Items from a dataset
□ □ □ □ □ □ □

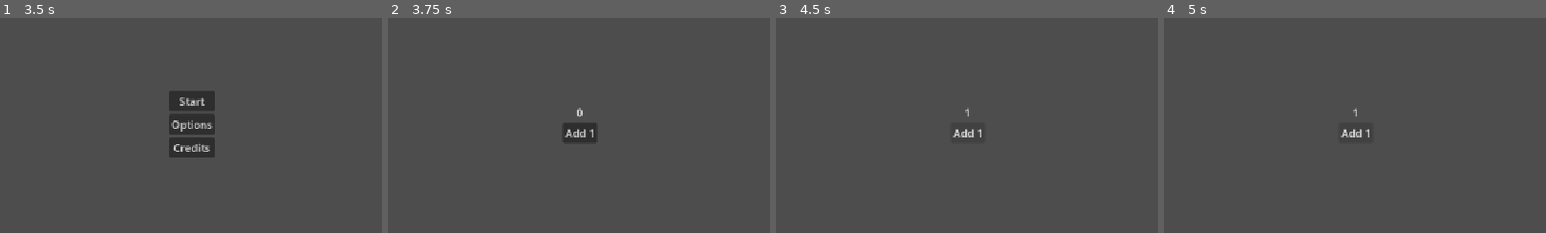
Above: before the commit, frames 1-4 (left to right).
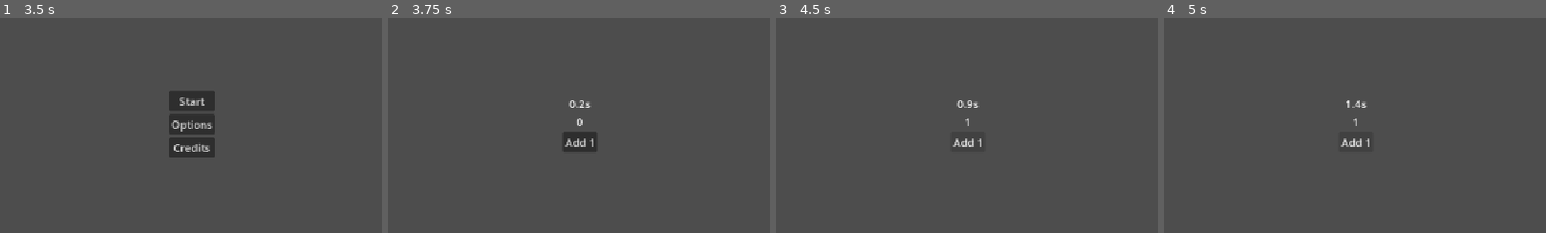
Above: after the commit, the same moments.

Repository: arko-poet/godot-template
Game: Godot game, scene res://scenes/menus/main_menu.tscn
Same seed, same stepped clock (60 frames per second), same inputs: the game is played once before the commit and once after it.
Inputs:
- Up to frame 1 (3.5 s): click "Options" at 0.5 s; click "Start" at 1.25 s; click "Start" at 2 s; click "OK" at 2.75 s
- Up to frame 2 (3.75 s): click "Start" at 3.5 s
- Up to frame 3 (4.5 s): click "Add 1" at 4.25 s
- Up to frame 4 (5 s): no input
The pictures show only the part of the screen within x 25-75%, y 25-75%; the shares and areas given below are measured in that part.

Frame 1 is identical in both runs. In frame 2, 1.0% of the frame differs, in the area x 46-55%, y 38-63%; in frame 3, 0.5%; in frame 4, 0.5%.

Commit message:
implement pause menu

Diff:
--- a/project/scenes/example_game/example_game.gd
+++ b/project/scenes/example_game/example_game.gd
@@ -1,11 +1,21 @@
 extends Node
+
+var elapsed_time := 0.0:
+	set(value):
+		elapsed_time = value
+		elapsed_time_label.text = "%.1fs" % elapsed_time
 
 var count := 0:
 	set(value):
 		count = value
 		counter_label.text = str(count)
 
+@onready var elapsed_time_label: Label = %ElapsedTimeLabel
 @onready var counter_label: Label = %CounterLabel
+
+
+func _process(delta: float) -> void:
+	elapsed_time += delta
 
 
 func _on_counter_button_pressed() -> void:
--- a/project/scenes/example_game/example_game.tscn
+++ b/project/scenes/example_game/example_game.tscn
@@ -2,6 +2,7 @@
 
 [ext_resource type="Script" uid="uid://crovuo8whtepl" path="res://scenes/example_game/example_game.gd" id="1_s4vru"]
 [ext_resource type="AudioStream" uid="uid://c4vbqo4n6m3k7" path="res://audio/music/template/Classicals.de - Chopin - Nocturne B. 49 in C-sharp minor 'Lento con gran espressione'.mp3" id="2_jrcqa"]
+[ext_resource type="PackedScene" uid="uid://brt4e2uh753mt" path="res://scenes/menus/pause_menu.tscn" id="3_wr22y"]
 
 [node name="ExampleGame" type="Node" unique_id=1441384683]
 script = ExtResource("1_s4vru")
@@ -10,6 +11,8 @@
 stream = ExtResource("2_jrcqa")
 autoplay = true
 bus = &"Music"
+
+[node name="PauseMenu" parent="." unique_id=2005489429 instance=ExtResource("3_wr22y")]
 
 [node name="UI" type="Control" parent="." unique_id=1529235199]
 layout_mode = 3
@@ -33,6 +36,12 @@
 grow_horizontal = 2
 grow_vertical = 2
 
+[node name="ElapsedTimeLabel" type="Label" parent="UI/CounterContainer" unique_id=565227061]
+unique_name_in_owner = true
+layout_mode = 2
+horizontal_alignment = 1
+vertical_alignment = 1
+
 [node name="CounterLabel" type="Label" parent="UI/CounterContainer" unique_id=570449626]
 unique_name_in_owner = true
 layout_mode = 2
--- a/project/scenes/menus/credits.gd
+++ b/project/scenes/menus/credits.gd
@@ -1,6 +1,7 @@
 extends CanvasLayer
 
 @onready var credits_label: RichTextLabel = %CreditsLabel
+
 
 func _ready() -> void:
 	credits_label.text = credits_label.text % ProjectSettings.get_setting("application/config/name")
--- a/project/scenes/menus/options_menu.gd
+++ b/project/scenes/menus/options_menu.gd
@@ -18,10 +18,7 @@
 func _on_tab_bar_tab_changed(tab: int) -> void:
 	for tab_index in tab_panels.size():
 		var tab_panel: Control = tab_panels[tab_index]
-		if tab_index == tab:
-			tab_panel.show()
-		else:
-			tab_panel.hide()
+		tab_panel.visible = tab_index == tab
 
 
 func _on_accept_options_button_pressed() -> void:
--- /dev/null
+++ b/project/scenes/menus/pause_menu.gd
@@ -0,0 +1,36 @@
+extends CanvasLayer
+
+@export var options_menu_scene: PackedScene
+@export var main_menu_scene: PackedScene
+
+
+func _ready() -> void:
+	toggle_pause()
+
+
+func _input(event: InputEvent) -> void:
+	if event.is_action("ui_cancel") and event.is_pressed():
+		get_viewport().set_input_as_handled()
+		toggle_pause()
+
+
+func toggle_pause() -> void:
+	visible = not visible
+	get_tree().paused = visible
+
+
+func _on_options_button_pressed() -> void:
+	var options_menu := options_menu_scene.instantiate()
+	add_child(options_menu)
+
+
+func _on_resume_button_pressed() -> void:
+	toggle_pause()
+
+
+func _on_main_menu_button_pressed() -> void:
+	pass # Replace with function body.
+
+
+func _on_exit_button_pressed() -> void:
+	get_tree().quit()
--- a/project/scenes/menus/pause_menu.tscn
+++ b/project/scenes/menus/pause_menu.tscn
@@ -1,6 +1,14 @@
 [gd_scene format=3 uid="uid://brt4e2uh753mt"]
 
+[ext_resource type="Script" uid="uid://bga1k3snw2e52" path="res://scenes/menus/pause_menu.gd" id="1_fwndu"]
+[ext_resource type="PackedScene" uid="uid://yt0chm4uh8tb" path="res://scenes/menus/options_menu.tscn" id="2_7unhi"]
+[ext_resource type="PackedScene" uid="uid://dsdmcnxnoe7br" path="res://scenes/menus/main_menu.tscn" id="3_gsnt3"]
+
 [node name="PauseMenu" type="CanvasLayer" unique_id=2005489429]
+process_mode = 3
+script = ExtResource("1_fwndu")
+options_menu_scene = ExtResource("2_7unhi")
+main_menu_scene = ExtResource("3_gsnt3")
 
 [node name="UI" type="Control" parent="." unique_id=1466767445]
 layout_mode = 3
@@ -34,17 +42,26 @@
 grow_vertical = 2
 
 [node name="ResumeButton" type="Button" parent="UI/VBoxContainer" unique_id=1871704783]
+unique_name_in_owner = true
 layout_mode = 2
 text = "Resume"
 
 [node name="OptionsButton" type="Button" parent="UI/VBoxContainer" unique_id=1959665874]
+unique_name_in_owner = true
 layout_mode = 2
 text = "Options"
 
 [node name="MainMenuButton" type="Button" parent="UI/VBoxContainer" unique_id=971116180]
+unique_name_in_owner = true
 layout_mode = 2
 text = "Main Menu"
 
 [node name="ExitButton" type="Button" parent="UI/VBoxContainer" unique_id=419870033]
+unique_name_in_owner = true
 layout_mode = 2
 text = "Exit"
+
+[connection signal="pressed" from="UI/VBoxContainer/ResumeButton" to="." method="_on_resume_button_pressed"]
+[connection signal="pressed" from="UI/VBoxContainer/OptionsButton" to="." method="_on_options_button_pressed"]
+[connection signal="pressed" from="UI/VBoxContainer/MainMenuButton" to="." method="_on_main_menu_button_pressed"]
+[connection signal="pressed" from="UI/VBoxContainer/ExitButton" to="." method="_on_exit_button_pressed"]
--- a/project/scripts/autoloads/settings.gd
+++ b/project/scripts/autoloads/settings.gd
@@ -1,5 +1,4 @@
 extends Node
-
 
 const SETTINGS_PATH := "user://settings.cfg"
 
@@ -15,7 +14,6 @@
 		return
 
 	return config.get_value(section, key)
-
 
 
 func toggle_fullscreen(toggled_on: bool) -> void:
Not shown, added: project/scenes/menus/pause_menu.gd.uid
Not shown, changed: docs/dev_notes/dev-notes/31-08-2026.md

□ □ □ □ □ □ □

§ **EXERCISE DETAILS**
Every line of the entries above that contains the word "return" must be tallied, and the number alone reported.

§ **OUTPUT OF THE EXERCISE**
2